Explained in seven charts: Effect of economic slowdown on the credit growth of lenders.
Subrata Panda reports.
Illustration: Uttam Ghosh/Rediff.com
The slowdown in the Indian economy has cast a pale shadow on the credit growth of lenders.
The Financial Stability Report (FSR), released by the Reserve Bank of India, says credit growth moderated to 8.7 per cent on a year-on-year (y-o-y) basis in September 2019 from 13.2 per cent in March 2019.
In the same period, however, deposit growth improved to 10.2 per cent from 9.9 per cent, thereby exceeding the credit growth.
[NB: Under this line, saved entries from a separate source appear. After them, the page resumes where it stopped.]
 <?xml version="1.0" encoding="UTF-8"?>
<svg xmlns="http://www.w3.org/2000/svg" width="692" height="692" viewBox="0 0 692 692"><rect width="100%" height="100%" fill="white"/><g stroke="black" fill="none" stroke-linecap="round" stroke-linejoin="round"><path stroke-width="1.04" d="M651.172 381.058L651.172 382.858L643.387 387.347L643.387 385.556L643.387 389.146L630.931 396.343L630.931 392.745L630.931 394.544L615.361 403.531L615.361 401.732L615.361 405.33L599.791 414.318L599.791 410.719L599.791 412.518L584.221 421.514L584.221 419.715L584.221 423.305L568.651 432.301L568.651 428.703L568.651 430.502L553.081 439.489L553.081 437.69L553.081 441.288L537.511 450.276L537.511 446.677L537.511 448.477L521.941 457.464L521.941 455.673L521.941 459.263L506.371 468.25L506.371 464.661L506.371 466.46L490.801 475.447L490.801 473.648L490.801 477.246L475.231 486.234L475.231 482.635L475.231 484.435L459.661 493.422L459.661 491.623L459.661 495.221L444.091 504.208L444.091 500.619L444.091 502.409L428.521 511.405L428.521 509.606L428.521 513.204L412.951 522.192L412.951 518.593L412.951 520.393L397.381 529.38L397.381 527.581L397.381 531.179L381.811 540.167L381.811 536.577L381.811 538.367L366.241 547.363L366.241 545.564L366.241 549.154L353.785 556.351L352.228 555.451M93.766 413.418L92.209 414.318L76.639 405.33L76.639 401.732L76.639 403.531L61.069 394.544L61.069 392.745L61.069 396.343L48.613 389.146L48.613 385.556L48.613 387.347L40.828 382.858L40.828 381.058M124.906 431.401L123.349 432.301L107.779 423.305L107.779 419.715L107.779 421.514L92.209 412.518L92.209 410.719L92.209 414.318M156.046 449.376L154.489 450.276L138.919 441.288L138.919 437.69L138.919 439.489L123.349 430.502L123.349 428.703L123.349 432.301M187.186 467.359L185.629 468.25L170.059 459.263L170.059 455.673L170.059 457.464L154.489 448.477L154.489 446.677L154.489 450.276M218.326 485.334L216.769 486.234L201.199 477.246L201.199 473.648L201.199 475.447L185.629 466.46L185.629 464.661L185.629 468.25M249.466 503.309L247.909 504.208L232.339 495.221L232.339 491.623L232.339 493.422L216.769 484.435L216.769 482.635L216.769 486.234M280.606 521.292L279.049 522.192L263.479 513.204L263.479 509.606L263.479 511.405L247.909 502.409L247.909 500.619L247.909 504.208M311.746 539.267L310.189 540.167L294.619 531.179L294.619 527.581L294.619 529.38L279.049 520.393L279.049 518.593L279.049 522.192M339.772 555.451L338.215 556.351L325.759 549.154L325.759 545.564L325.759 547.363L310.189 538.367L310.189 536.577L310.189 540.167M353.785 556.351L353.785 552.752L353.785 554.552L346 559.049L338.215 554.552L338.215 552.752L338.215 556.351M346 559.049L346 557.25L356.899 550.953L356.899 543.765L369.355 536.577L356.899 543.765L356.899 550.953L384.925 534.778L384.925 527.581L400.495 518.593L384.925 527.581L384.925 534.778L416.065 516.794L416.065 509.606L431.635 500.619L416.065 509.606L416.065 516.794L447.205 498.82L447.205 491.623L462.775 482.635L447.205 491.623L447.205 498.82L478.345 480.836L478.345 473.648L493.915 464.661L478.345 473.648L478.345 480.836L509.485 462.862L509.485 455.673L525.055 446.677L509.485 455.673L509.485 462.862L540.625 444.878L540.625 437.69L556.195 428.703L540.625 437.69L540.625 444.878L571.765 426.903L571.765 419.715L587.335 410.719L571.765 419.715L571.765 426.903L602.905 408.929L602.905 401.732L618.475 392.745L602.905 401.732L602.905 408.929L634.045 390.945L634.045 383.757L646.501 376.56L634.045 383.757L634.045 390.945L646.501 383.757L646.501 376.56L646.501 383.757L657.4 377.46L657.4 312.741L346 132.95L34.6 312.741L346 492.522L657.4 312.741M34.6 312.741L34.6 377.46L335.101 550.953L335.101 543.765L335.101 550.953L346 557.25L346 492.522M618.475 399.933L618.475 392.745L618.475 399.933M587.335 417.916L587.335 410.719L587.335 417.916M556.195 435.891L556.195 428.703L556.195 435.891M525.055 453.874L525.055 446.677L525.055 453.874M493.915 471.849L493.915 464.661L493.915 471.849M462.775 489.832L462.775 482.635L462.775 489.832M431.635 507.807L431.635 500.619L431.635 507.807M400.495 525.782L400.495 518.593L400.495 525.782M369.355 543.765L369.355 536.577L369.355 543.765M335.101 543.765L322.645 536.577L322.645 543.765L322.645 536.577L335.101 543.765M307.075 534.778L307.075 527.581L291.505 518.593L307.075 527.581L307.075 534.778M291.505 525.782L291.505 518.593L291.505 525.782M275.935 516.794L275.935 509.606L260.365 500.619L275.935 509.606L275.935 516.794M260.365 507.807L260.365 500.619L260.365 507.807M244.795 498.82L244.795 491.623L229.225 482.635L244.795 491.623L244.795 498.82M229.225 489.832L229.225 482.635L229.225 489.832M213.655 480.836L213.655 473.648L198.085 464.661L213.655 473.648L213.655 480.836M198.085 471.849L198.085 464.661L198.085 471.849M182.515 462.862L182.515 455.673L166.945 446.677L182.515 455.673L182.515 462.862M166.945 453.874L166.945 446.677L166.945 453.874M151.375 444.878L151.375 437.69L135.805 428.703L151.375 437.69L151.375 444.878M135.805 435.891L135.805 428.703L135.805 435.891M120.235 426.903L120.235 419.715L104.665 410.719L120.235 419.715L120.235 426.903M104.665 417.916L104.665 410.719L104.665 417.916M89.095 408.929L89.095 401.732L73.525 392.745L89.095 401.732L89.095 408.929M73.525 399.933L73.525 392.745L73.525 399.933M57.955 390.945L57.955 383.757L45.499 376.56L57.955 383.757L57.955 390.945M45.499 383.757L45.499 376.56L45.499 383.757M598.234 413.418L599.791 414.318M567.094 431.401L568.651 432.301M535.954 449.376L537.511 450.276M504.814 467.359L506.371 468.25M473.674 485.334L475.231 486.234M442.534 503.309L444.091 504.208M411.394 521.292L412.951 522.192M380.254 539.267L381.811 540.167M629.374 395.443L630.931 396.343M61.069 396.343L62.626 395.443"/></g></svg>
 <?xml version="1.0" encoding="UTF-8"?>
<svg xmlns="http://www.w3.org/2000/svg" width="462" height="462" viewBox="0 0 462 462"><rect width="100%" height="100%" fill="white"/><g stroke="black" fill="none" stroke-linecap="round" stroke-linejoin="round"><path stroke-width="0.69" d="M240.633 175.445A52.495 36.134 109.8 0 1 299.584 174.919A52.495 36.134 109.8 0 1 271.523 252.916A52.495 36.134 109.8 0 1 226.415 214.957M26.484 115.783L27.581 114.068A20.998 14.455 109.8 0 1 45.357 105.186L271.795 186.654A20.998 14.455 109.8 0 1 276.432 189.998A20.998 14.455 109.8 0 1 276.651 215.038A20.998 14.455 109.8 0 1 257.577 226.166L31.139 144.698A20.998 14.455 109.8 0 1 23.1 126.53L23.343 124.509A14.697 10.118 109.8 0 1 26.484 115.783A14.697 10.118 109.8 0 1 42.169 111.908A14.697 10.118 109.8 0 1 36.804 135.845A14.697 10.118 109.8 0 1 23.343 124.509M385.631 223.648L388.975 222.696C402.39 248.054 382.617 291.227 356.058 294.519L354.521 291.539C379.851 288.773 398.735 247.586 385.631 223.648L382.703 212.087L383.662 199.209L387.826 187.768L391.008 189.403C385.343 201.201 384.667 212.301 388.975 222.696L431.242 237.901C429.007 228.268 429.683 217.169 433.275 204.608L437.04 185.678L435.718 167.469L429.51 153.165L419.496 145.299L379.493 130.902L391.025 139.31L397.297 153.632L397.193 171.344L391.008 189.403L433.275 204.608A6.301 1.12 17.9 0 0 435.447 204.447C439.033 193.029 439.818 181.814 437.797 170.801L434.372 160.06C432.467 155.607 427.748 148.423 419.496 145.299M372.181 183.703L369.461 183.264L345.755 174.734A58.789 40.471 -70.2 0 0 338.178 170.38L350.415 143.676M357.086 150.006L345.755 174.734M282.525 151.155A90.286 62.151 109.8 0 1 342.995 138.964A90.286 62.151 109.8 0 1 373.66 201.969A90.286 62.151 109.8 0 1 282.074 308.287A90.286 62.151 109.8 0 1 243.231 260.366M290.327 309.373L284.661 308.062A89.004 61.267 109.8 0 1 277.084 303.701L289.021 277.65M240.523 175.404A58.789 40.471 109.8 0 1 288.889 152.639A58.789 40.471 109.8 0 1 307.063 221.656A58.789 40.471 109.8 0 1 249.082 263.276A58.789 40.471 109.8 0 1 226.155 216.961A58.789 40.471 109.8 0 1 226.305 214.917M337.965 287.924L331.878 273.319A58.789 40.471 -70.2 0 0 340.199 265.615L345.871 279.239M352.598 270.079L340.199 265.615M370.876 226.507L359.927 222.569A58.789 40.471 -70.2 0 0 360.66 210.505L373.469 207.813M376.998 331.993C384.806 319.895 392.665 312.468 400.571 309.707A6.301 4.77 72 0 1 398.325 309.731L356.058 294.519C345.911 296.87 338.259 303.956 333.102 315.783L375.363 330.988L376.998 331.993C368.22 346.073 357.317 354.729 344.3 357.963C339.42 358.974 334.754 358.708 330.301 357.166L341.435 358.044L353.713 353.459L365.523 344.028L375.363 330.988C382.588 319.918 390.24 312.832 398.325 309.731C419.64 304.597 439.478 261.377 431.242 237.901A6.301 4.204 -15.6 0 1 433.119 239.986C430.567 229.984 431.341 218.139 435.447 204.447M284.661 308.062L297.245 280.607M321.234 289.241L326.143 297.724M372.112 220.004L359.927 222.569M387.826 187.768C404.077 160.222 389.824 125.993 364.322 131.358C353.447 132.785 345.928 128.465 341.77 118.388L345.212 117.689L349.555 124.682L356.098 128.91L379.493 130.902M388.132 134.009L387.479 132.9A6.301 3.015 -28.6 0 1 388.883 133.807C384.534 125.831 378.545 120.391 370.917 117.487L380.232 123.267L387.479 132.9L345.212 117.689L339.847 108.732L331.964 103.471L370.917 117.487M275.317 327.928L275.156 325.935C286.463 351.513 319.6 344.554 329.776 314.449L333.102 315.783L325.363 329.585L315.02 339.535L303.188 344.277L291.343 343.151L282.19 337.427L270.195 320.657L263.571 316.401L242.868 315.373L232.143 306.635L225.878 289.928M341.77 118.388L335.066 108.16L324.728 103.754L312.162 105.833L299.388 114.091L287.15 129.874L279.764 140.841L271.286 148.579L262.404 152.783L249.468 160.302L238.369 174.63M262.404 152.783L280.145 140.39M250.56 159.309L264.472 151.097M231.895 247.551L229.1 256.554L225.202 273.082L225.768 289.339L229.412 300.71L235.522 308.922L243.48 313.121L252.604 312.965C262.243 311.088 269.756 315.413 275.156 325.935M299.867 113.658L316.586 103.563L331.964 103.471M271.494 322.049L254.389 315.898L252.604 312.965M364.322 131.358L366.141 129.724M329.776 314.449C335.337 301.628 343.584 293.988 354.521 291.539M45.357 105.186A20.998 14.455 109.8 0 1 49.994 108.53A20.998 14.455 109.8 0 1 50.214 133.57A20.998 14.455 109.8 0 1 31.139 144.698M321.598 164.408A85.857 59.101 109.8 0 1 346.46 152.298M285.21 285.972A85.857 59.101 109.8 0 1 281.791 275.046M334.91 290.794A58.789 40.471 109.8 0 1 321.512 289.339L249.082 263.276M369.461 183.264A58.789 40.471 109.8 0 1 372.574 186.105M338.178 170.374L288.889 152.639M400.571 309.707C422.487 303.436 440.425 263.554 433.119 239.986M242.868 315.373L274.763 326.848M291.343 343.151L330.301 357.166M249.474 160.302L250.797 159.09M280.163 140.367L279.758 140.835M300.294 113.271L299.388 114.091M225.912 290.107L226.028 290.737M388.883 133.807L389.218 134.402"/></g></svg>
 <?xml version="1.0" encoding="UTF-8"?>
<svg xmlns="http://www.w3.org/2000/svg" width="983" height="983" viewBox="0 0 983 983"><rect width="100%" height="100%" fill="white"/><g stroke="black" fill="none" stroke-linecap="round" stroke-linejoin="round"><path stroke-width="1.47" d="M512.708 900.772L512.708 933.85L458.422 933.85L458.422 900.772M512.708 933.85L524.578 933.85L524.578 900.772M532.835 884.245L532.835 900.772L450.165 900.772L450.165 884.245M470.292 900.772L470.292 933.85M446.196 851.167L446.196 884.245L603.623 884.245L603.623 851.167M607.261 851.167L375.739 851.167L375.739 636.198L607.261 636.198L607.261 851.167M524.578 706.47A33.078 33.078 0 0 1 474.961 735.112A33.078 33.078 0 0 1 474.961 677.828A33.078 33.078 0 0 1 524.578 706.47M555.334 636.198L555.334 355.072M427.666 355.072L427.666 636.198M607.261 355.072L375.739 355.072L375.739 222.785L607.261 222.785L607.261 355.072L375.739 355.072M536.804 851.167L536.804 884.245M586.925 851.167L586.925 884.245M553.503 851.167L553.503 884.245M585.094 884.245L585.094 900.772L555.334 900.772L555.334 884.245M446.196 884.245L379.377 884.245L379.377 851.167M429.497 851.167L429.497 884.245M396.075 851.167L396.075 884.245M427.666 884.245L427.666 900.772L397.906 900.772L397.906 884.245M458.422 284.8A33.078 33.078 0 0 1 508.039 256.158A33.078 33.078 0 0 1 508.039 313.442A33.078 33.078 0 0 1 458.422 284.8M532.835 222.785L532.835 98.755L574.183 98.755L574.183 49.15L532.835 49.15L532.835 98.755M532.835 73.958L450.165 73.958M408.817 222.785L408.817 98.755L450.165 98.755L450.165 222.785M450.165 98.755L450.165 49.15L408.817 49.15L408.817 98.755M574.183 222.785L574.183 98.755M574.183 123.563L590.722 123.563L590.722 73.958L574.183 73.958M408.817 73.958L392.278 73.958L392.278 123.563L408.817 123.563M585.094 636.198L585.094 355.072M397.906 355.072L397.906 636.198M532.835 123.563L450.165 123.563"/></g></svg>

This is for the first time since Q2 of FY17 that the credit growth has fallen below the deposit growth.
On the profitability front, public sector banks profitability ratios were muted because of weak credit growth as well as slow resolution of bad assets.
Similarly, private banks profitability ratios also declined whereas foreign banks showed an improvement.
While the asset quality of banks remained stable in September 2019 as compared to March 2019 with gross NPAs at 9.3 per cent, however, the FSR report of the RBI says that the bad loans may rise in the coming months and reach 9.9 per cent by September 2020.
While the GNPA ratio remained unchanged at 9.3 per cent between March and September 2019, the provision coverage ratio (PCR) of all banks rose to 61.5 per cent in September 2019 from 60.5 per cent in March 2019, implying increased resilience of the banking sector.
The asset quality of agriculture and services sectors deteriorated in September 2019 as compared to March 2019, though slippages in the industrial sector declined during this period.
Among the sub-sectors within industry, the slippage ratios of textiles, rubber and construction industries increased during the period.